The status of eight other teams remains unknown. Synergy Moon, in a Dec. 24 statement posted on Google Lunar X Prize web site, said it was joining forces with four other teams: Independence-X, Omega Envoy, Team SpaceMeta and Team Stellar. In the statement, Synergy Moon team representative Kevin Myrick said the arrangement was not a merger of the teams but instead a partnership “such that each team remains a separate entity and retains their current status as an official Google Lunar X Prize team.”
The statement didn’t explain the details of the partnership that would allow the teams to remain in the competition as separate entities without launch agreements of some kind. The four teams mentioned in the statement as partnering with Synergy Moon did not respond to requests for comment about their status.
Four other teams that have yet to announce launch contracts or other arrangements — AngelicvM, Euroluna, Plan B and Team Italia — also did not respond to inquiries about their status. One of the four, AngelicvM, had previously planned to fly its rover on Astrobotic’s lander.

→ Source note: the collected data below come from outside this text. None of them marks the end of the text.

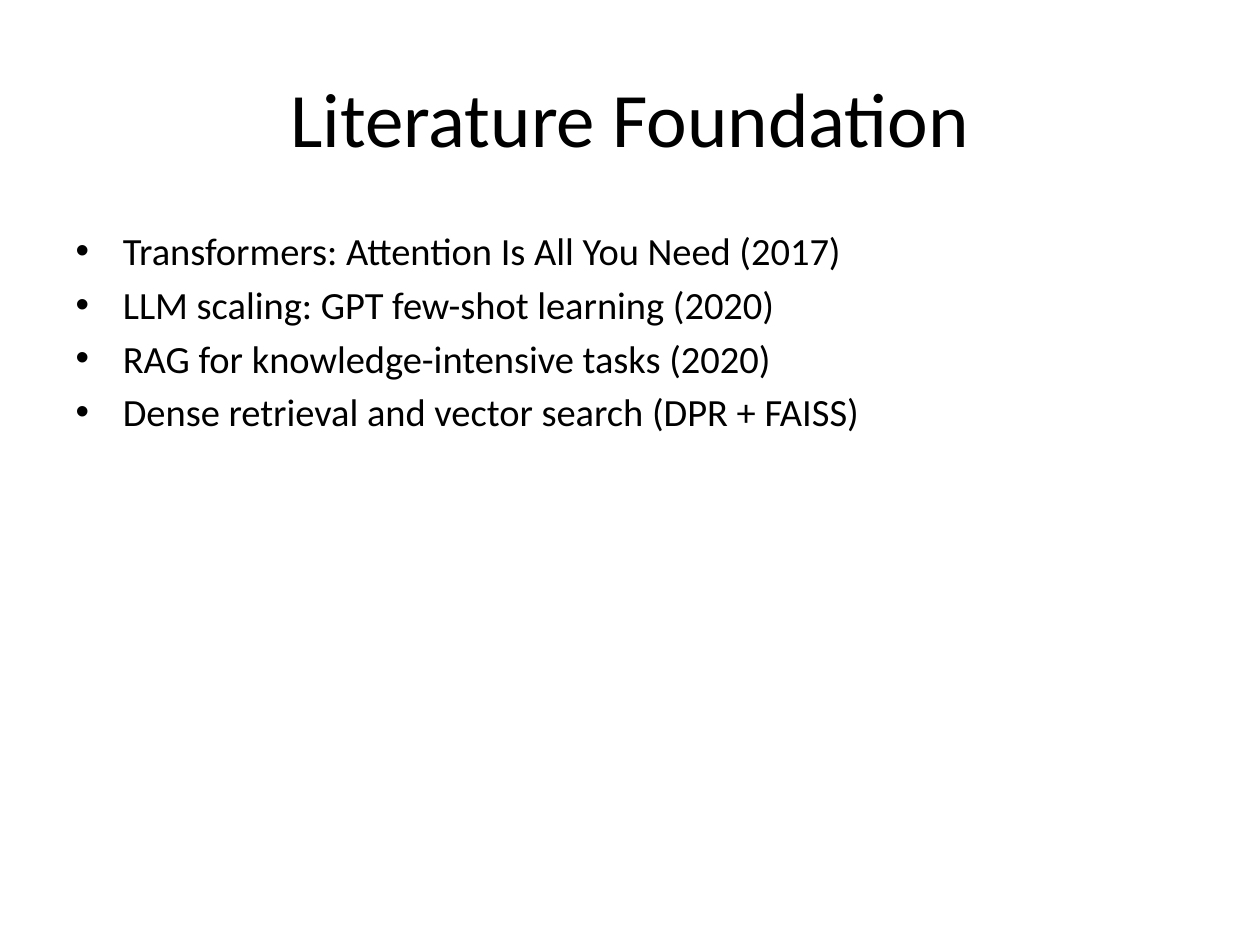
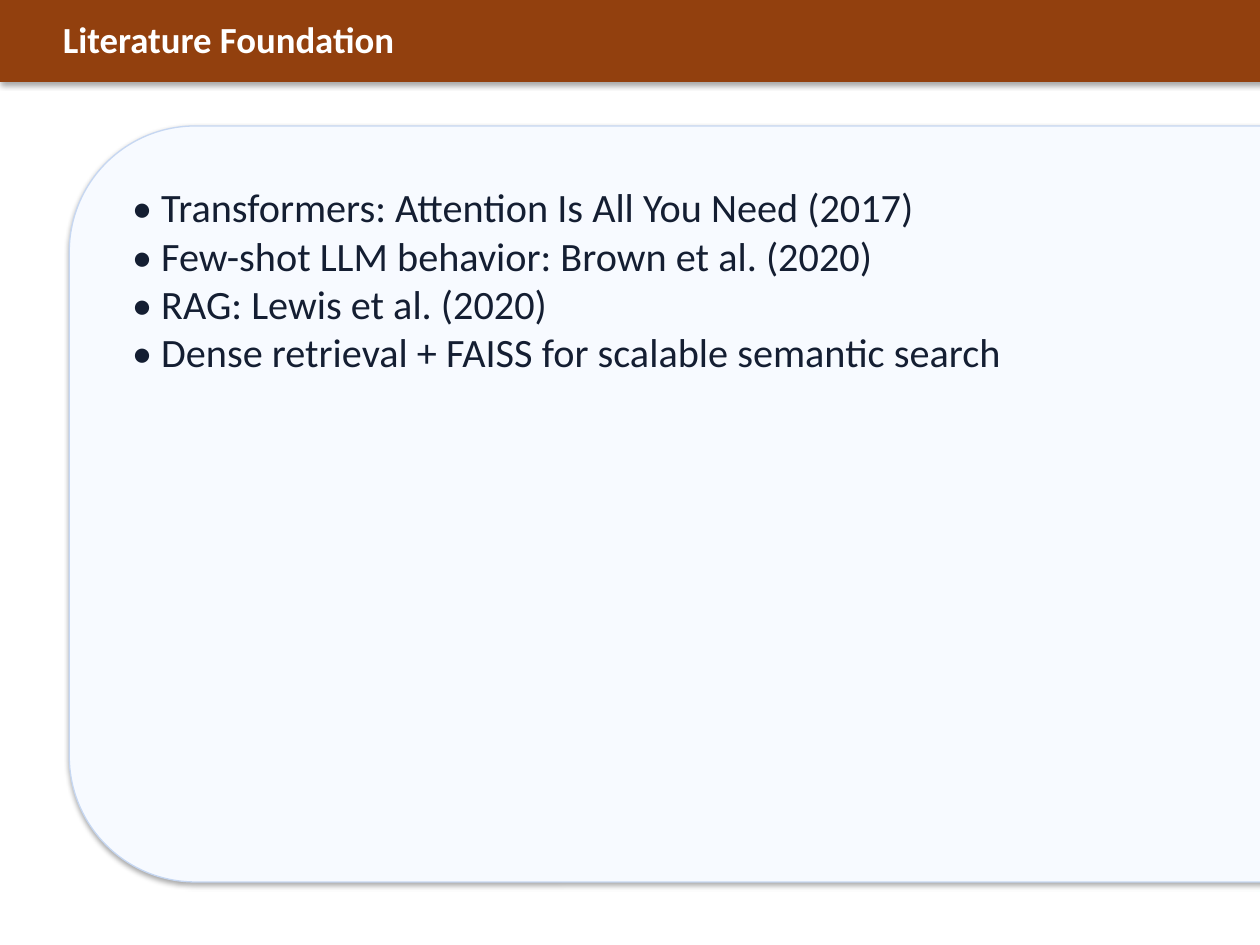
Before and after one commit to sundar0004/-Cloud-Based-RAG, a slide deck: slide 6 of docs/MSc_RAG_Project_Vels_University.pptx (slide 7 before the commit). Drawn at 1260x945 pixels with LibreOffice and Linux fonts; fonts in the diff are those of the drawing. Boxes give left, top, right and bottom in pixels: in the first picture for what was removed or moved away, otherwise in the second. Text is boxed around its words. In the diff, an @@ line names an element or a change of style, - is before the commit and + after.

```diff
--- a/docs/MSc_RAG_Project_Vels_University.pptx
+++ b/docs/MSc_RAG_Project_Vels_University.pptx
@@ rectangle added at [0,0,1260,82], fill #92400E @@
@@ text "Literature Foundation": place and size @@
-text "Literature Foundation" at [290,93,969,148]
+text "Literature Foundation" at [63,27,394,54]
@@ text "Literature Foundation" at [63,27,394,54]: size 44 to 21 pt, text colour #000000 to #FFFFFF, bold on; alignment centre to left; vertical alignment middle to top @@
@@ rounded rectangle added at [69,126,1260,882], fill #F7FAFF, outline #C6D7F2 0.75 pt @@
@@ text at [161,192,1001,368]: text changed; size 22 to 23 pt; text colour #000000 to #141E32 @@
-• Transformers: Attention Is All You Need (2017)
-• LLM scaling: GPT few-shot learning (2020)
-• RAG for knowledge-intensive tasks (2020)
-• Dense retrieval and vector search (DPR + FAISS)
+• Transformers: Attention Is All You Need (2017)
+• Few-shot LLM behavior: Brown et al. (2020)
+• RAG: Lewis et al. (2020)
+• Dense retrieval + FAISS for scalable semantic search
```
Also in this commit, not shown: 5 other slides changed, 14 slides added, 13 slides removed, 1 other file.

Pacher said that he was skeptical that any team would be able to claim the prize before it expires at the end of 2017. “I think there is little chance for whatever team to meet the current deadline,” he said. “Signing a contract mere one year before the planned launch date looks anyway extremely risky.”
Barton, speaking at the IAC in September, said there were no plans to further extend the competition, whose deadlines have been stretched out several times. When the Google Lunar X Prize was unveiled in 2007, the competition’s grand prize was set to decrease from $20 million to $15 million if no team won it by the end of 2012, and would expire at the end of 2014.
Pacher said he accepted the X Prize Foundation’s plans not to extend the deadline again, but added that, should the foundation reconsider that view, it should “consider a fair reopening of the contest” for all 16 teams currently in the race.
PT Scientists’ Przywarra said his team would likely continue developing their lunar mission regardless of whether their launch contract is verified in time for them to continue in the Google Lunar X Prize. That mission plans to land near the Apollo 17 landing site, with their two rovers approaching the lunar rover left behind by that mission, the last human expedition to the moon to date.
“Our mission to the moon will take place in any way and as it stands today has a good chance of being highly competitive to be the first private mission to the moon,” he said, “with the added scientific value of visiting Apollo 17.”